Task item =>
Make an exact copy of all the records that follow, apart from the pictures.

Top of Data for review

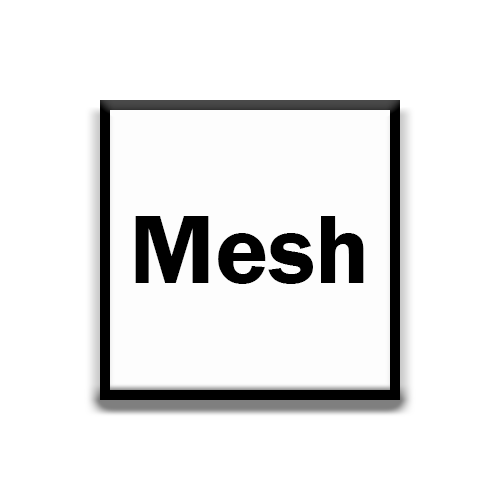
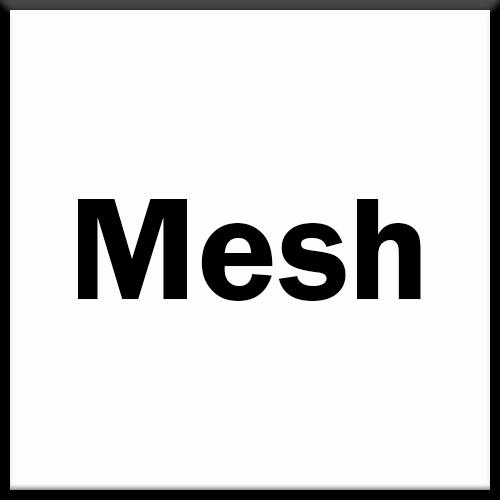
Comparing the layer stacks of the two 500px x 500px images. Changes:
painted on "Mesh" over <box>77,199,421,301</box>
painted on "Rectangle 1" over <box>0,0,500,500</box>
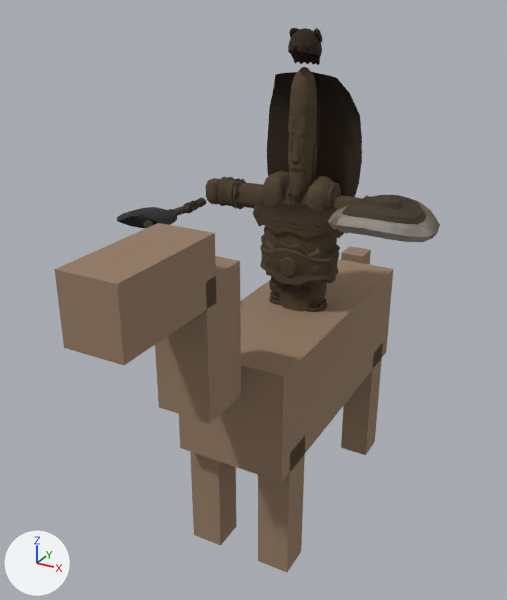
What one commit did to the glTF model csharp/Unciv.Godot/Packs/units/models/unit/Khan.glb.
One viewpoint serves both versions: a 50 mm lens placed at (0.512, -1.104, 0.959), pointed at (-0.028, -0.122, 0.467). Every picture has the same lights, and +X, +Y and +Z are marked at lower left. The picture after the commit comes second. Vertices at exactly the same position are counted once.

Names of what the first picture shows: '1H_Axe', 'Barbarian_Cape', 'Barbarian_Hat', 'Barbarian_Round_Shield', 'HorseMesh', 'Warrior'.
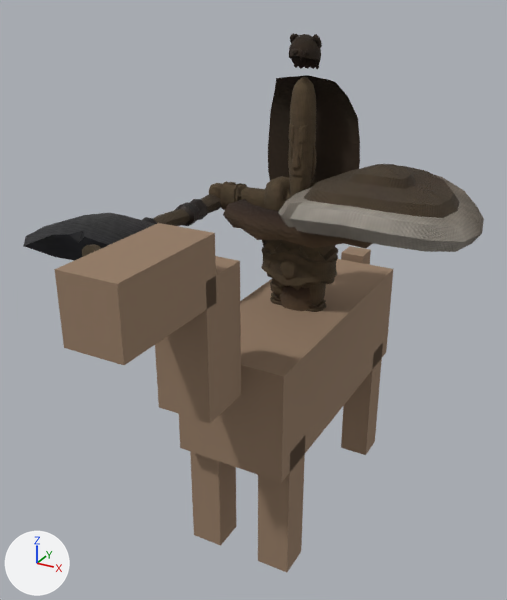
What differs and where, as boxes (x1, y1, x2, y2) in the pictures (507 x 600 px; the box of a moved part takes in the faces that stretch with it):
'Warrior', reshaped, rescaled
    before: (206, 67, 369, 312)
    after: (209, 77, 373, 312)
'Barbarian_Round_Shield', moved, rescaled (83% wider, 85% taller)
    before: (328, 195, 440, 242)
    after: (278, 164, 484, 252)
'Barbarian_Cape', moved, rescaled
    before: (267, 72, 362, 197)
    after: (268, 75, 360, 182)
'1H_Axe', moved, rescaled (121% wider, 116% taller)
    before: (117, 198, 206, 228)
    after: (23, 194, 221, 260)
'Barbarian_Hat', moved, rescaled
    before: (288, 28, 322, 65)
    after: (289, 33, 322, 69)
part 1 of me_mesh_skinned, moved or reshaped
    before: (253, 200, 347, 239)
    after: (223, 199, 373, 248)

The edits, one by one:
me_mesh_skinned is used by ob_warrior; location (0.0, 0.0, 0.38); scale (0.213, 0.213, 0.213).
me_mesh_skinned had 2445 vertices, 4485 faces and spanned x -0.92..0.92, y -0.26..0.24, z 0.0..2.19.
me_mesh_skinned now has 2445 vertices, 4485 faces and spans x -0.92..0.92, y -0.41..0.41, z 0.0..2.19.
me_mesh_skinned part 1: the loose piece of 64 vertices spanning x -0.44..0.49, y -0.24..0.24, z 0.86..1.15 is scaled about the mesh origin by (1.7, 1.7, 1).
Object 'Warrior' (ob_warrior) is rescaled from (0.213, 0.213, 0.213) to (0.206, 0.206, 0.206).
Object 'Barbarian_Round_Shield' (ob_barbarian_round_shield) moves from (0.18, -0.079, 0.634) to (0.174, -0.082, 0.652).
Object 'Barbarian_Round_Shield' (ob_barbarian_round_shield) is rescaled from (0.196, 0.196, 0.196) to (0.357, 0.357, 0.357).
Object '1H_Axe' (ob_1h_axe) moves from (-0.18, -0.08, 0.603) to (-0.174, -0.086, 0.596).
Object '1H_Axe' (ob_1h_axe) is rescaled from (0.138, 0.138, 0.138) to (0.291, 0.291, 0.291).
Object 'Barbarian_Hat' (ob_barbarian_hat) moves from (0.0, 0.0, 0.837) to (0.0, 0.0, 0.83).
Object 'Barbarian_Hat' (ob_barbarian_hat) is rescaled from (0.05, 0.0553, 0.0574) to (0.0484, 0.0535, 0.0556).
Object 'Barbarian_Cape' (ob_barbarian_cape) moves from (0.0, 0.0, 0.833) to (0.0, 0.0, 0.827).
Object 'Barbarian_Cape' (ob_barbarian_cape) is rescaled from (0.191, 0.128, 0.213) to (0.185, 0.123, 0.206).
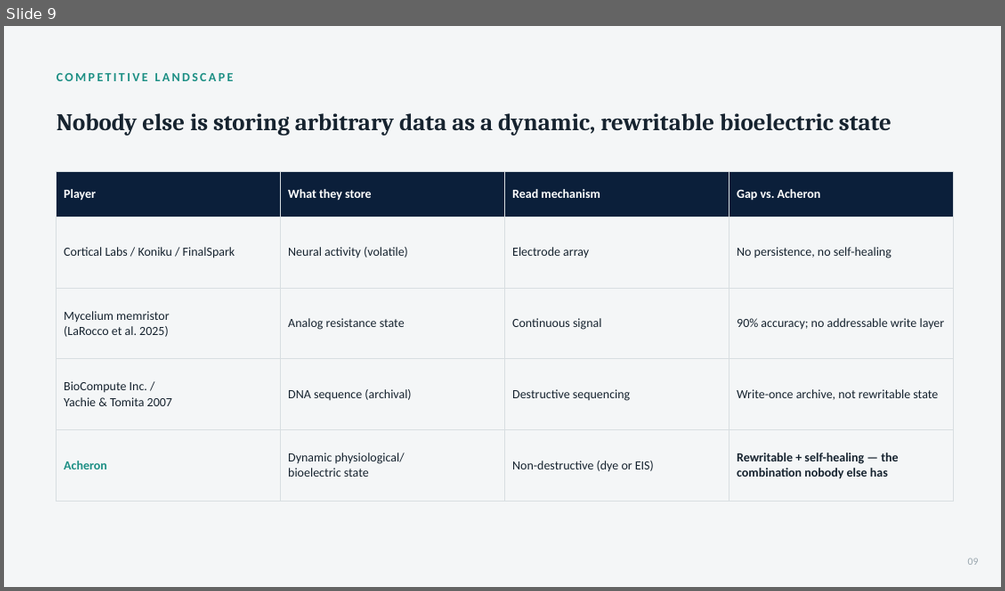
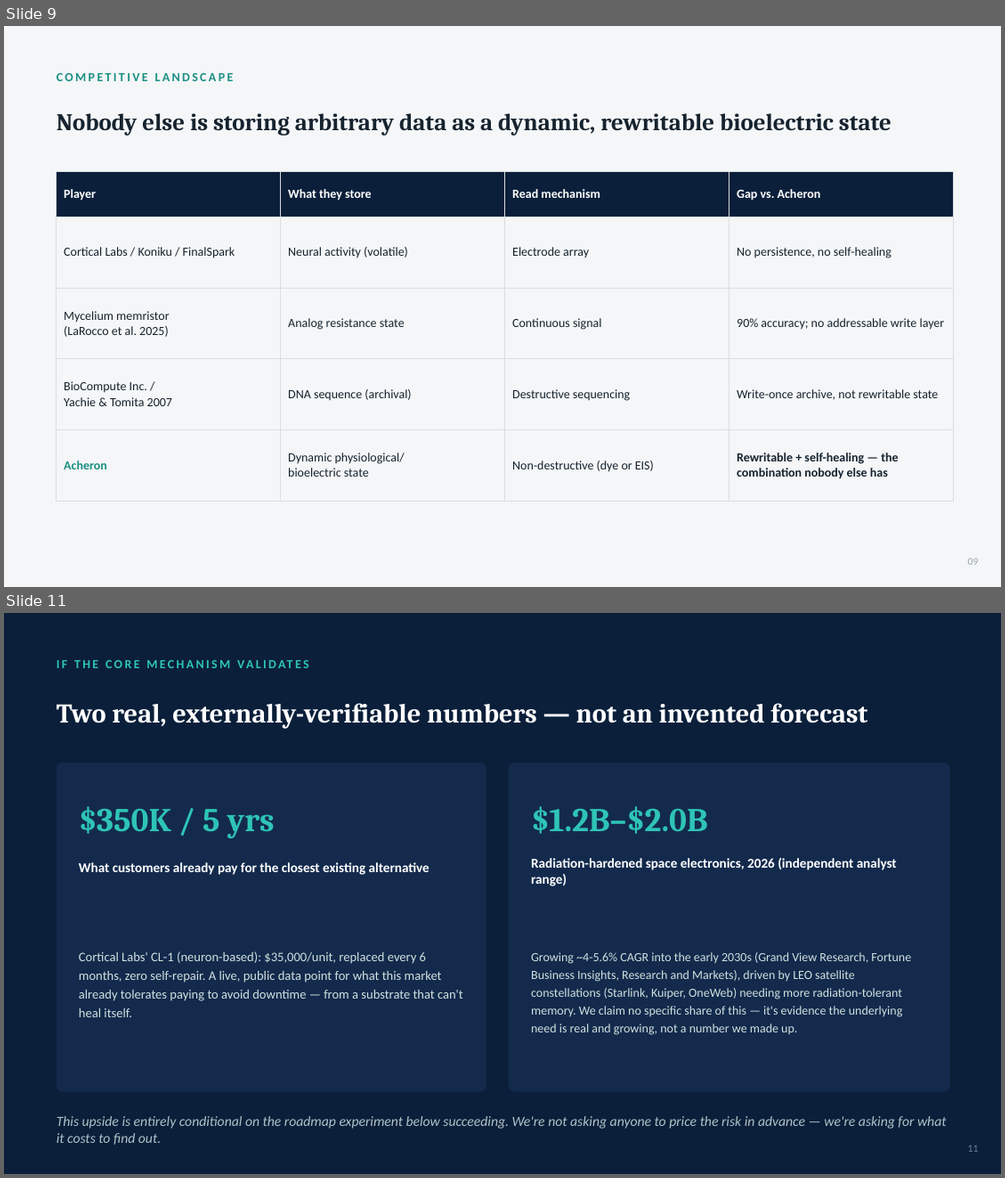
Before and after one commit to rewired89/Acheron, a slide deck: docs/pitch/Acheron_Pitch_Deck.pptx. Shown one above the other, each under a label of ours: slide 9 before the commit, slides 9 and 11 after it; the slides between them are not shown. The pictures are 1005x591 and 1005x1178 pixels, drawn with LibreOffice and Linux fonts; fonts in the diff are those of the drawing. Boxes give left, top, right and bottom in pixels: in the first picture for what was removed or moved away, otherwise in the second. Text is boxed around its words. In the diff, an @@ line names an element or a change of style, - is before the commit and + after.

```diff
--- a/docs/pitch/Acheron_Pitch_Deck.pptx
+++ b/docs/pitch/Acheron_Pitch_Deck.pptx
@@ slide 11 added at box(4, 613, 1001, 1174), background #0B1F3A @@
@@ text added at box(57, 650, 505, 676), 12 pt, text #2EC4B6, bold @@
+IF THE CORE MECHANISM VALIDATES
@@ text added at box(57, 703, 867, 729), 26 pt, text #FFFFFF, bold @@
+Two real, externally-verifiable numbers — not an invented forecast
@@ rounded rectangle added at box(57, 763, 486, 1092), fill #132A4D @@
@@ rounded rectangle added at box(509, 763, 950, 1092), fill #132A4D @@
@@ text added at box(79, 806, 275, 838), 32 pt, text #2EC4B6, bold @@
+$350K / 5 yrs
@@ text added at box(531, 806, 708, 834), 32 pt, text #2EC4B6, bold @@
+$1.2B–$2.0B
@@ text added at box(79, 862, 429, 875), 13 pt, text #FFFFFF, bold @@
+What customers already pay for the closest existing alternative
@@ text added at box(531, 858, 897, 886), 13 pt, text #FFFFFF, bold @@
+Radiation-hardened space electronics, 2026 (independent analyst range)
@@ text added at box(79, 951, 463, 1017), 12.5 pt, text #CFE0DD @@
+Cortical Labs' CL-1 (neuron-based): $35,000/unit, replaced every 6 months, zero self-repair. A live, public data point for what this market already tolerates paying to avoid downtime — from a substrate that can't heal itself.
@@ text added at box(531, 952, 911, 1035), 12 pt, text #CFE0DD @@
+Growing ~4-5.6% CAGR into the early 2030s (Grand View Research, Fortune Business Insights, Research and Markets), driven by LEO satellite constellations (Starlink, Kuiper, OneWeb) needing more radiation-tolerant memory. We claim no specific share of this — it's evidence the underlying need is real and growing, not a number we made up.
@@ text added at box(57, 1116, 947, 1144), 13.5 pt, text #AEC2C8, italic @@
+This upside is entirely conditional on the roadmap experiment below succeeding. We're not asking anyone to price the risk in advance — we're asking for what it costs to find out.
@@ text added at box(968, 1145, 979, 1151), 10 pt, text #6E7F91 @@
+11
```
Also in this commit, not shown: 3 slides changed, 2 other slides added, 1 slide removed, 1 other file.

Bottom of Data for review

Answer for the task =>
Comparing the layer stacks of the two 500px x 500px images. Changes:
painted on "Mesh" over <box>77,199,421,301</box>
painted on "Rectangle 1" over <box>0,0,500,500</box>
What one commit did to the glTF model csharp/Unciv.Godot/Packs/units/models/unit/Khan.glb.
One viewpoint serves both versions: a 50 mm lens placed at (0.512, -1.104, 0.959), pointed at (-0.028, -0.122, 0.467). Every picture has the same lights, and +X, +Y and +Z are marked at lower left. The picture after the commit comes second. Vertices at exactly the same position are counted once.

Names of what the first picture shows: '1H_Axe', 'Barbarian_Cape', 'Barbarian_Hat', 'Barbarian_Round_Shield', 'HorseMesh', 'Warrior'.
What differs and where, as boxes (x1, y1, x2, y2) in the pictures (507 x 600 px; the box of a moved part takes in the faces that stretch with it):
'Warrior', reshaped, rescaled
    before: (206, 67, 369, 312)
    after: (209, 77, 373, 312)
'Barbarian_Round_Shield', moved, rescaled (83% wider, 85% taller)
    before: (328, 195, 440, 242)
    after: (278, 164, 484, 252)
'Barbarian_Cape', moved, rescaled
    before: (267, 72, 362, 197)
    after: (268, 75, 360, 182)
'1H_Axe', moved, rescaled (121% wider, 116% taller)
    before: (117, 198, 206, 228)
    after: (23, 194, 221, 260)
'Barbarian_Hat', moved, rescaled
    before: (288, 28, 322, 65)
    after: (289, 33, 322, 69)
part 1 of me_mesh_skinned, moved or reshaped
    before: (253, 200, 347, 239)
    after: (223, 199, 373, 248)

The edits, one by one:
me_mesh_skinned is used by ob_warrior; location (0.0, 0.0, 0.38); scale (0.213, 0.213, 0.213).
me_mesh_skinned had 2445 vertices, 4485 faces and spanned x -0.92..0.92, y -0.26..0.24, z 0.0..2.19.
me_mesh_skinned now has 2445 vertices, 4485 faces and spans x -0.92..0.92, y -0.41..0.41, z 0.0..2.19.
me_mesh_skinned part 1: the loose piece of 64 vertices spanning x -0.44..0.49, y -0.24..0.24, z 0.86..1.15 is scaled about the mesh origin by (1.7, 1.7, 1).
Object 'Warrior' (ob_warrior) is rescaled from (0.213, 0.213, 0.213) to (0.206, 0.206, 0.206).
Object 'Barbarian_Round_Shield' (ob_barbarian_round_shield) moves from (0.18, -0.079, 0.634) to (0.174, -0.082, 0.652).
Object 'Barbarian_Round_Shield' (ob_barbarian_round_shield) is rescaled from (0.196, 0.196, 0.196) to (0.357, 0.357, 0.357).
Object '1H_Axe' (ob_1h_axe) moves from (-0.18, -0.08, 0.603) to (-0.174, -0.086, 0.596).
Object '1H_Axe' (ob_1h_axe) is rescaled from (0.138, 0.138, 0.138) to (0.291, 0.291, 0.291).
Object 'Barbarian_Hat' (ob_barbarian_hat) moves from (0.0, 0.0, 0.837) to (0.0, 0.0, 0.83).
Object 'Barbarian_Hat' (ob_barbarian_hat) is rescaled from (0.05, 0.0553, 0.0574) to (0.0484, 0.0535, 0.0556).
Object 'Barbarian_Cape' (ob_barbarian_cape) moves from (0.0, 0.0, 0.833) to (0.0, 0.0, 0.827).
Object 'Barbarian_Cape' (ob_barbarian_cape) is rescaled from (0.191, 0.128, 0.213) to (0.185, 0.123, 0.206).
Before and after one commit to rewired89/Acheron, a slide deck: docs/pitch/Acheron_Pitch_Deck.pptx. Shown one above the other, each under a label of ours: slide 9 before the commit, slides 9 and 11 after it; the slides between them are not shown. The pictures are 1005x591 and 1005x1178 pixels, drawn with LibreOffice and Linux fonts; fonts in the diff are those of the drawing. Boxes give left, top, right and bottom in pixels: in the first picture for what was removed or moved away, otherwise in the second. Text is boxed around its words. In the diff, an @@ line names an element or a change of style, - is before the commit and + after.

```diff
--- a/docs/pitch/Acheron_Pitch_Deck.pptx
+++ b/docs/pitch/Acheron_Pitch_Deck.pptx
@@ slide 11 added at box(4, 613, 1001, 1174), background #0B1F3A @@
@@ text added at box(57, 650, 505, 676), 12 pt, text #2EC4B6, bold @@
+IF THE CORE MECHANISM VALIDATES
@@ text added at box(57, 703, 867, 729), 26 pt, text #FFFFFF, bold @@
+Two real, externally-verifiable numbers — not an invented forecast
@@ rounded rectangle added at box(57, 763, 486, 1092), fill #132A4D @@
@@ rounded rectangle added at box(509, 763, 950, 1092), fill #132A4D @@
@@ text added at box(79, 806, 275, 838), 32 pt, text #2EC4B6, bold @@
+$350K / 5 yrs
@@ text added at box(531, 806, 708, 834), 32 pt, text #2EC4B6, bold @@
+$1.2B–$2.0B
@@ text added at box(79, 862, 429, 875), 13 pt, text #FFFFFF, bold @@
+What customers already pay for the closest existing alternative
@@ text added at box(531, 858, 897, 886), 13 pt, text #FFFFFF, bold @@
+Radiation-hardened space electronics, 2026 (independent analyst range)
@@ text added at box(79, 951, 463, 1017), 12.5 pt, text #CFE0DD @@
+Cortical Labs' CL-1 (neuron-based): $35,000/unit, replaced every 6 months, zero self-repair. A live, public data point for what this market already tolerates paying to avoid downtime — from a substrate that can't heal itself.
@@ text added at box(531, 952, 911, 1035), 12 pt, text #CFE0DD @@
+Growing ~4-5.6% CAGR into the early 2030s (Grand View Research, Fortune Business Insights, Research and Markets), driven by LEO satellite constellations (Starlink, Kuiper, OneWeb) needing more radiation-tolerant memory. We claim no specific share of this — it's evidence the underlying need is real and growing, not a number we made up.
@@ text added at box(57, 1116, 947, 1144), 13.5 pt, text #AEC2C8, italic @@
+This upside is entirely conditional on the roadmap experiment below succeeding. We're not asking anyone to price the risk in advance — we're asking for what it costs to find out.
@@ text added at box(968, 1145, 979, 1151), 10 pt, text #6E7F91 @@
+11
```
Also in this commit, not shown: 3 slides changed, 2 other slides added, 1 slide removed, 1 other file.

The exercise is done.